A market with consequences
It’s been a while since I have updated, business has exploded and U.S. Equipment Sales is on target to having a $1,000,000 year in it’s first year. If you counted our cooperative deals with other companies and brokers, we have already passed that mark for the year.
There have been some recent events in the Florida market and I want to chime in on them and see if anyone out there has any more info on these suspicions.
A week or so ago, I got an internal email from a friend that was addressed from the VP of Briggs Equipment. It said they are closing all of their Florida and South Carolina branches down in stages over the next few months. This is a blind side. I would have never thought in a million years it would be them. I have suspicions on several other local competitors, but not ever Briggs. I always try to read through the words and see the intent with everything I get. It oddly coincides with a press release from Ahern of Las Vegas that they will be opening (or acquiring) 15 new branches over the next few months. They just opened a branch in South Carolina so this marriage of equipment companies makes sense. They have a presence in nearly all southern states with the exception of Florida, Alabama, and a couple others.

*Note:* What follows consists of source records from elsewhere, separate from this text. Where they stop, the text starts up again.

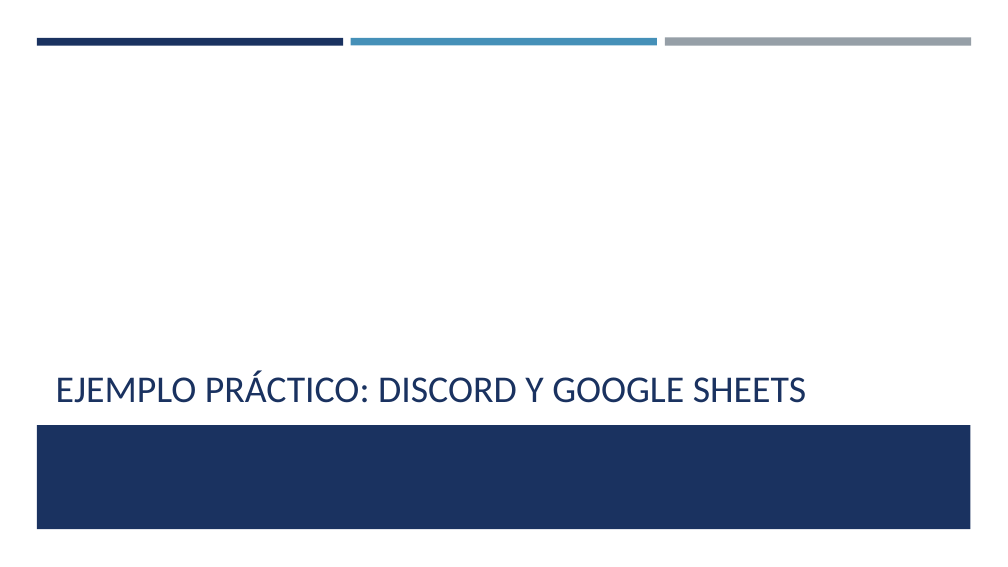
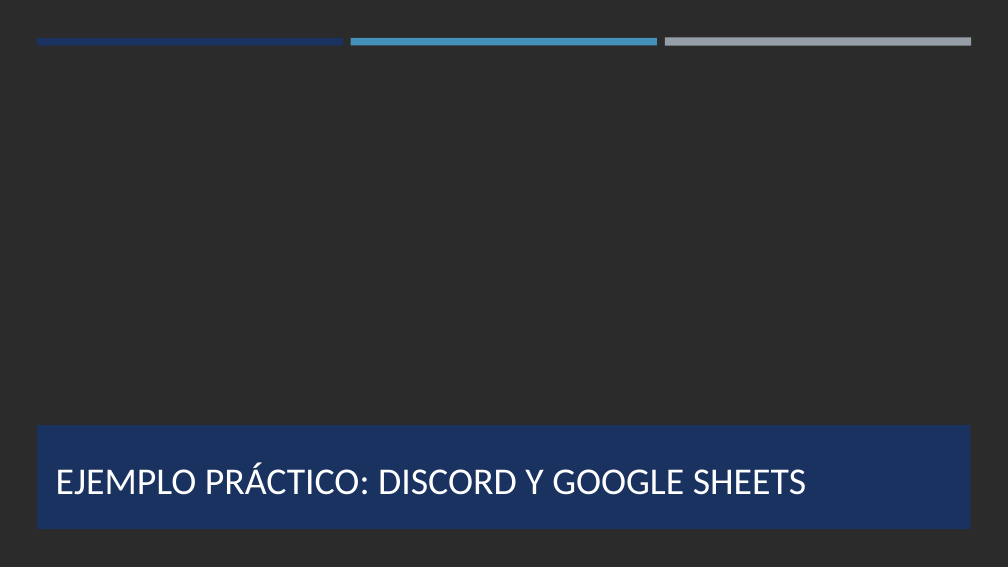
Before and after one commit to SaulRC1/Integracion-de-la-informacion-y-aplicaciones, a slide deck: slide 8 of Practicas/Practica 2 - Integromat Make/Herramienta Integromat Make - Juan Alberto Domínguez Vázquez Saúl Rodríguez Naranjo.pptx (slide 5 before the commit). Drawn at 1008x567 pixels with LibreOffice and Linux fonts; fonts in the diff are those of the drawing; background and template pictures are left out; a plain dark background stands for a picture behind light text. Boxes give left, top, right and bottom in pixels: in the first picture for what was removed or moved away, otherwise in the second. Text is boxed around its words. In the diff, an @@ line names an element or a change of style, - is before the commit and + after.

```diff
--- a/Practicas/Practica 2 - Integromat Make/Herramienta Integromat Make - Juan Alberto Domínguez Vázquez Saúl Rodríguez Naranjo.pptx
+++ b/Practicas/Practica 2 - Integromat Make/Herramienta Integromat Make - Juan Alberto Domínguez Vázquez Saúl Rodríguez Naranjo.pptx
@@ background #FFFFFF to picture (left out) @@
@@ title "EJEMPLO PRÁCTICO: DISCORD Y GOOGLE ...": place and size @@
-title "EJEMPLO PRÁCTICO: DISCORD Y GOOGLE ..." at (56, 370, 806, 403)
+title "EJEMPLO PRÁCTICO: DISCORD Y GOOGLE ..." at (56, 462, 806, 495)
@@ title "EJEMPLO PRÁCTICO: DISCORD Y GOOGLE ..." at (56, 462, 806, 495): text colour #1A3260 to #FFFFFF @@
```
Also in this commit, not shown: 2 other slides changed, 8 slides added.
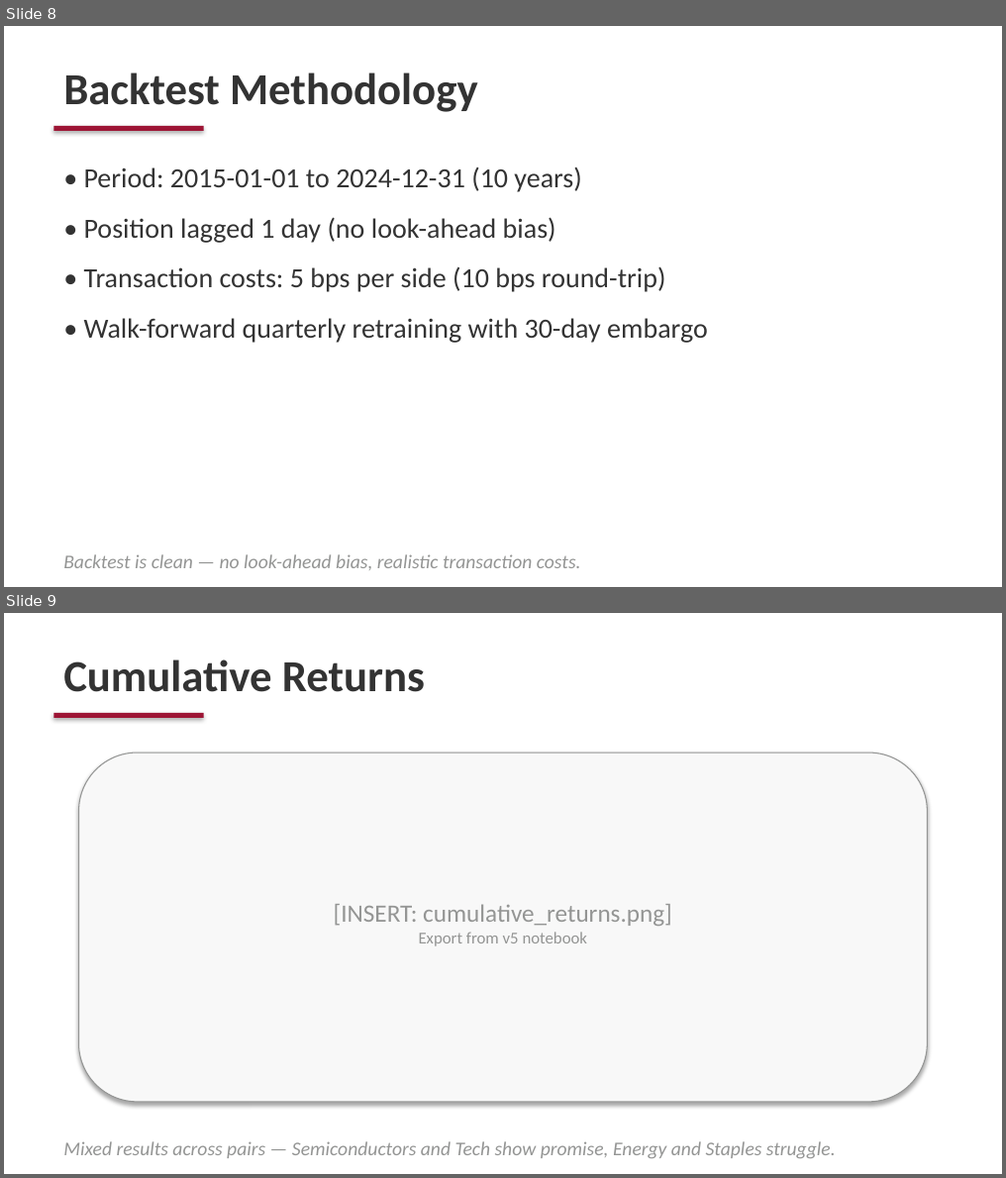
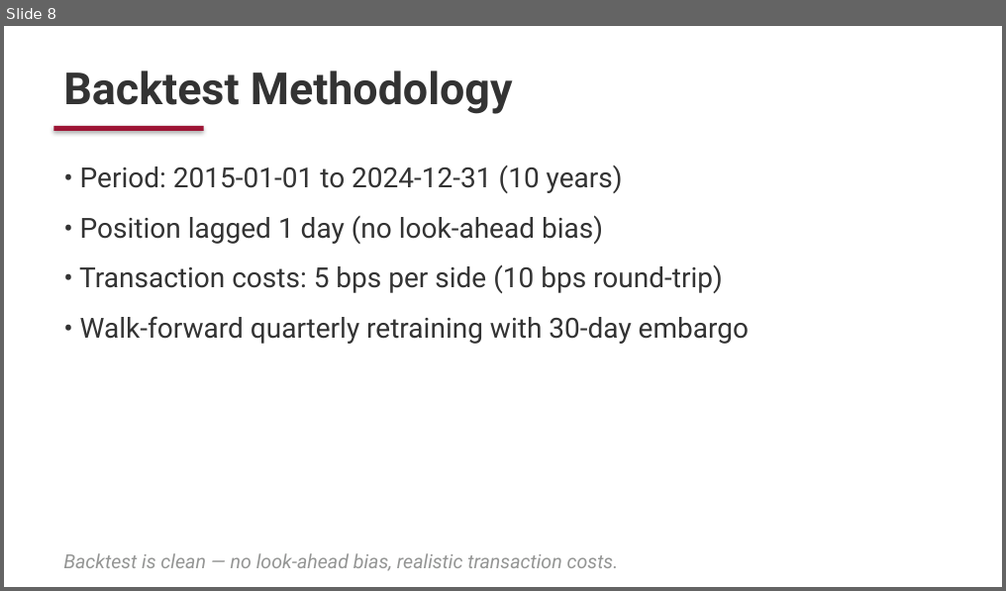
Before and after one commit to Ayan-Mahmood/QuantHFStrat, a slide deck: FE571_Final_Presentation_v2.pptx. Shown one above the other, each under a label of ours: slides 8 and 9 before the commit, slide 8 after it. The pictures are 1006x1178 and 1006x591 pixels, drawn with LibreOffice and Linux fonts; fonts in the diff are those of the drawing. Boxes give left, top, right and bottom in pixels: in the first picture for what was removed or moved away, otherwise in the second. Text is boxed around its words. In the diff, an @@ line names an element or a change of style, - is before the commit and + after.

```diff
--- a/FE571_Final_Presentation_v2.pptx
+++ b/FE571_Final_Presentation_v2.pptx
@@ slide 9 removed at <box>4,613,1002,1174</box>, background #FFFFFF @@
@@ text removed at <box>63,660,425,692</box> @@
-Cumulative Returns
@@ rectangle removed at <box>54,713,204,718</box> @@
@@ rounded rectangle removed at <box>79,753,927,1102</box> @@
@@ text removed at <box>334,904,672,947</box> @@
-[INSERT: cumulative_returns.png]
-Export from v5 notebook
@@ text removed at <box>63,1142,836,1158</box> @@
-Mixed results across pairs — Semiconductors and Tech show promise, Energy and Staples struggle.
@@ slide 8 changed as well @@
@@ font Calibri to Roboto in 3 elements at <box>63,71,513,114</box>, <box>79,166,748,344</box>, <box>63,554,619,571</box> @@
```
Also in this commit, not shown: 18 other slides changed, 1 slide added, 19 other files.

It sounds a little conspiracy theory-like, but I would not be surprised. I have tapped a couple of my sources but have no response yet. If you know of any pending merger, I would love to hear. As far as the Case line, I am not sure why anyone would NOT want the line. A new dealership would not have exorbant expectations with this market which gives them a great opportunity to build. The pool of experienced staff has never been better in the area. Case is a high quality brand with a great municipality presence. It’s a no lose situation. Obviously the bigger rental companies are not going anywhere. United is still on top, Sunbelt and RSC are not far behind. Sunbelt has made some tremendous implementations and fleet movements that are borderline genious. They will be effectively raising their utilization with new greenfield stores while still capitalizing on their remediation and industrial markets. Ring Power has the money to survive this and ramp back up almost immediately once the market shows signs of life again. Nortrax will survive, but not the same as it once was. The JCB dealers will have a tough time, but JCB as a company has a great support team and will help the dealers re-calibrate their purchasing and sales. There are a few rental companies that I will not name that will face an almost certain failure. They whored up the market and only became known for being the “lowball”. That is never a good marketing strategy.
As I said before, if anyone has inside knowledge of the Briggs Equipment or Ahern deal, please drop me a line and let me know.
Side note: Now is the perfect time to get a guy like Bryan Rich (NationsRent) or Bruce Dressel (Sunbelt) to come in and fill Briggs gap. The facilities are already in place, the candidate pool is impressive, the Case line is strong, and the rental industry is going to start recovering over the next 12 months.